Please note the brackets! The list [3, 14, 16]
is equivalent to 3 ^ (14 ^ 16) !== (3 ^ 14) ^ 16
A few tests to check against, which can be verified for function call LU(array)
, where array
is the array of numbers:
// Current attempt
const p = [
[ 0 ], // 0^1=0, 0^2=0 ...
[ 1 ], // 1^1=1, 1^2=1 ...
[ 2,4,8,6 ], // 2^1=2, 2^2=4 ...
[ 3,9,7,1 ], // 3^1=3, 3^2=9 ...
[ 4,6 ],
[ 5 ],
[ 6 ],
[ 7,9,3,1 ],
[ 8,4,2,6 ],
[ 9,1 ]
];
// CURRENT ATTEMPT
let LU = array =>
array.reduceRight( (a,v) =>
a === 0 ? 1 : p[v % 10][(a-1) % p[v % 10].length]
, 1);
let LUTest = (array, expected) =>
console.log(
(LU(array) === expected ? "Success" : "Failed"),
"for", array, "got", LU(array), "expected", expected);
LUTest([ 2, 2, 2 ], 6)
LUTest([ 2, 2, 2, 2 ], 6)
LUTest([ 3, 4, 5 ], 1)
LUTest([ 6, 8, 10 ], 6)
LUTest([ 2, 2, 0 ], 2)
LUTest([ 12, 30, 21 ], 6)
LUTest([ 0, 0 ], 1) // x^0 === 1
LUTest([ 0 ], 0)
Tested here: http://www.wolframalpha.com/widgets/view.jsp?id=56c82ccd658e09e829f16bb99457bcbc
Thank you for reading!
Further ideas:
Had a mini-breakthrough! So for any integer that is a base of an exponent (i.e., the x
in x^y
), LD(x) === LD(x % 10)
. This is because the digits past the first (right-to-left) do not affect the unit digit of the exponent result (e.g., LD(23 ^ 7) === LD(3 ^ 7)
)
Also, as in const p = [ ...
, the array-of-arrays containing the cycles of unit values, all numbers have cycles of a length with a lowest common multiple of 4. i.e., all cycles are either 1, 2 or 4 numbers (e.g., the p[3] === [ 3,9,7,1 ]
unit array has length four).
So, we can conclude LD((x % 10) ^ (y % 4)) === LD(x ^ y)
.
Note however if a number is a multiple of 4, it becomes zero. We don't want this most of the time! You don't want 20
to becomes 0
on the exponent side either - we want the range for x
to be 1 through 10, and for y to be 1 through 4:
So, LD((x % 10 || 10) ^ (y % 4 || 4)) === LD(x ^ y)
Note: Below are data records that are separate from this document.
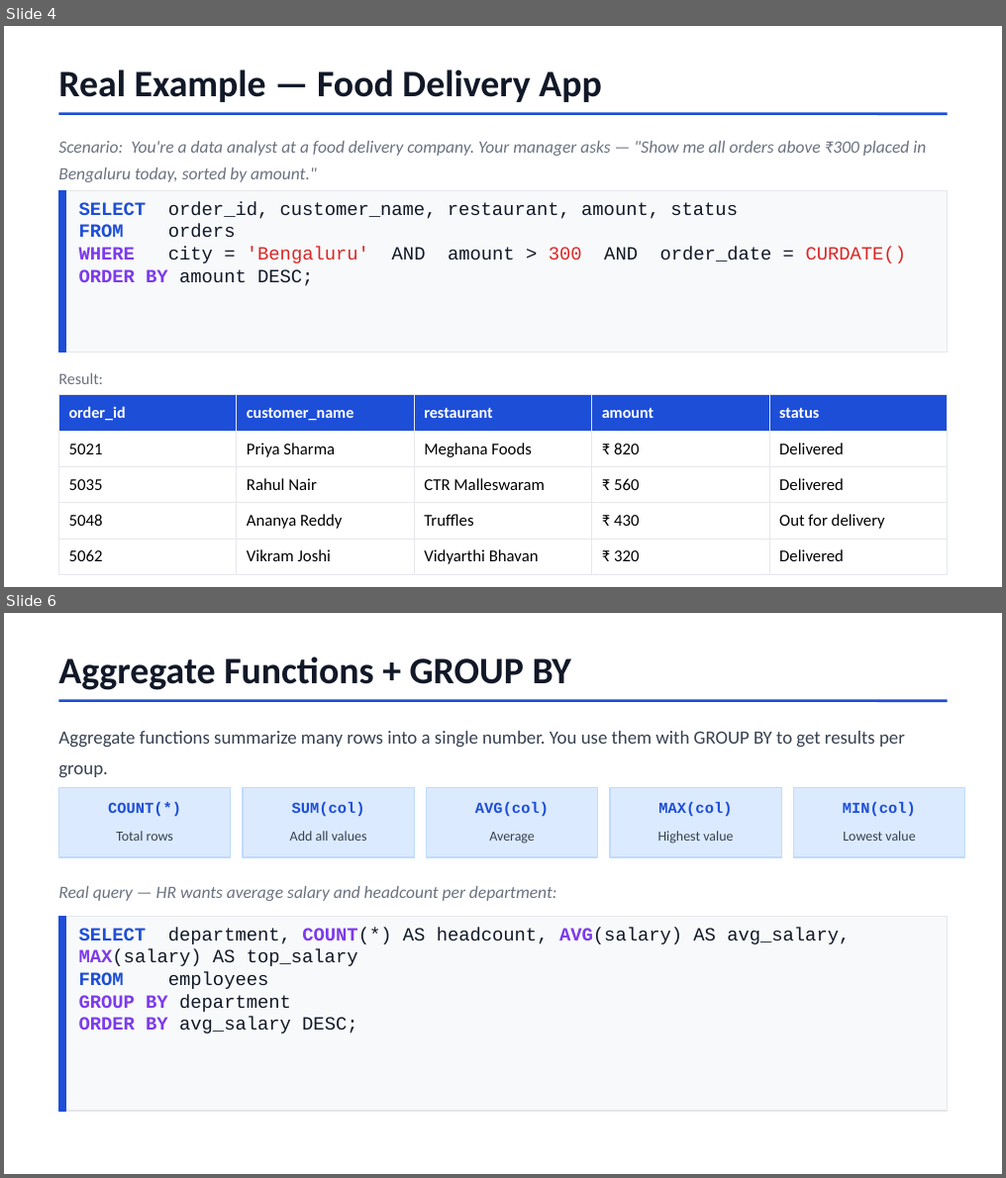
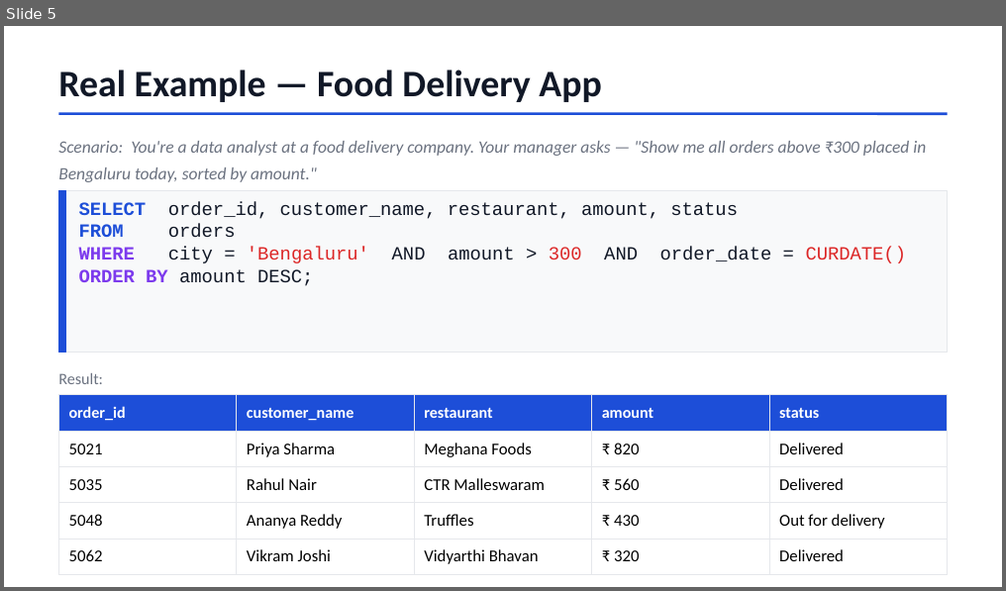
Before and after one commit to Prateekgupta-08/DQL-Command-Technical-Presentation, a slide deck: Prateek_SQL_DQL_Select_Command.pptx. Shown one above the other, each under a label of ours: slides 4 and 6 before the commit, slide 5 after it; the slides between them are not shown. The pictures are 1006x1178 and 1006x591 pixels, drawn with LibreOffice and Linux fonts; fonts in the diff are those of the drawing. Boxes give left, top, right and bottom in pixels: in the first picture for what was removed or moved away, otherwise in the second. Text is boxed around its words. In the diff, an @@ line names an element or a change of style, - is before the commit and + after.

```diff
--- a/Prateek_SQL_DQL_Select_Command.pptx
+++ b/Prateek_SQL_DQL_Select_Command.pptx
@@ slide 6 removed at [4, 613, 1002, 1174], background #FFFFFF @@
@@ text removed at [58, 657, 572, 690] @@
-Aggregate Functions + GROUP BY
@@ line removed from (58, 701) to (947, 701) @@
@@ text removed at [58, 731, 905, 778] @@
-Aggregate functions summarize many rows into a single number. You use them with GROUP BY to get results per group.
@@ rectangle removed at [58, 787, 231, 858] @@
@@ rectangle removed at [243, 787, 414, 858] @@
@@ rectangle removed at [426, 787, 598, 858] @@
@@ rectangle removed at [610, 787, 781, 858] @@
@@ rectangle removed at [793, 787, 965, 858] @@
@@ text removed at [108, 802, 181, 816] @@
-COUNT(*)
@@ text removed at [292, 802, 365, 816] @@
-SUM(col)
@@ text removed at [475, 802, 548, 816] @@
-AVG(col)
@@ text removed at [658, 802, 732, 816] @@
-MAX(col)
@@ text removed at [843, 802, 916, 816] @@
-MIN(col)
@@ text removed at [116, 831, 173, 841] @@
-Total rows
@@ text removed at [290, 831, 367, 841] @@
-Add all values
@@ text removed at [489, 832, 535, 844] @@
-Average
@@ text removed at [658, 831, 733, 844] @@
-Highest value
@@ text removed at [843, 831, 915, 841] @@
-Lowest value
@@ text removed at [58, 886, 557, 901] @@
-Real query — HR wants average salary and headcount per department:
@@ rectangle removed at [58, 916, 947, 1111] @@
@@ rectangle removed at [58, 916, 65, 1111] @@
@@ text removed at [79, 928, 849, 1034] @@
-SELECT department, COUNT(*) AS headcount, AVG(salary) AS avg_salary, MAX(salary) AS top_salary
-FROM employees
-GROUP BY department
-ORDER BY avg_salary DESC;
@@ what was slide 4 is now slide 5 @@
```
Also in this commit, not shown: 5 slides changed, 2 slides added, 1 other slide removed.

. We can handle the special cases with
if (x === 0) {
return 0 // 0^anything = 0, including 0^0 for argument's sake.
} else if (y === 0) {
return 1 // anything ^ 0 = 1, excluding 0^0
} else {
...
}
This is very interesting! It means it is now reasonable to calculate LD(x ^ y)
, but I'm not sure what to do with this information.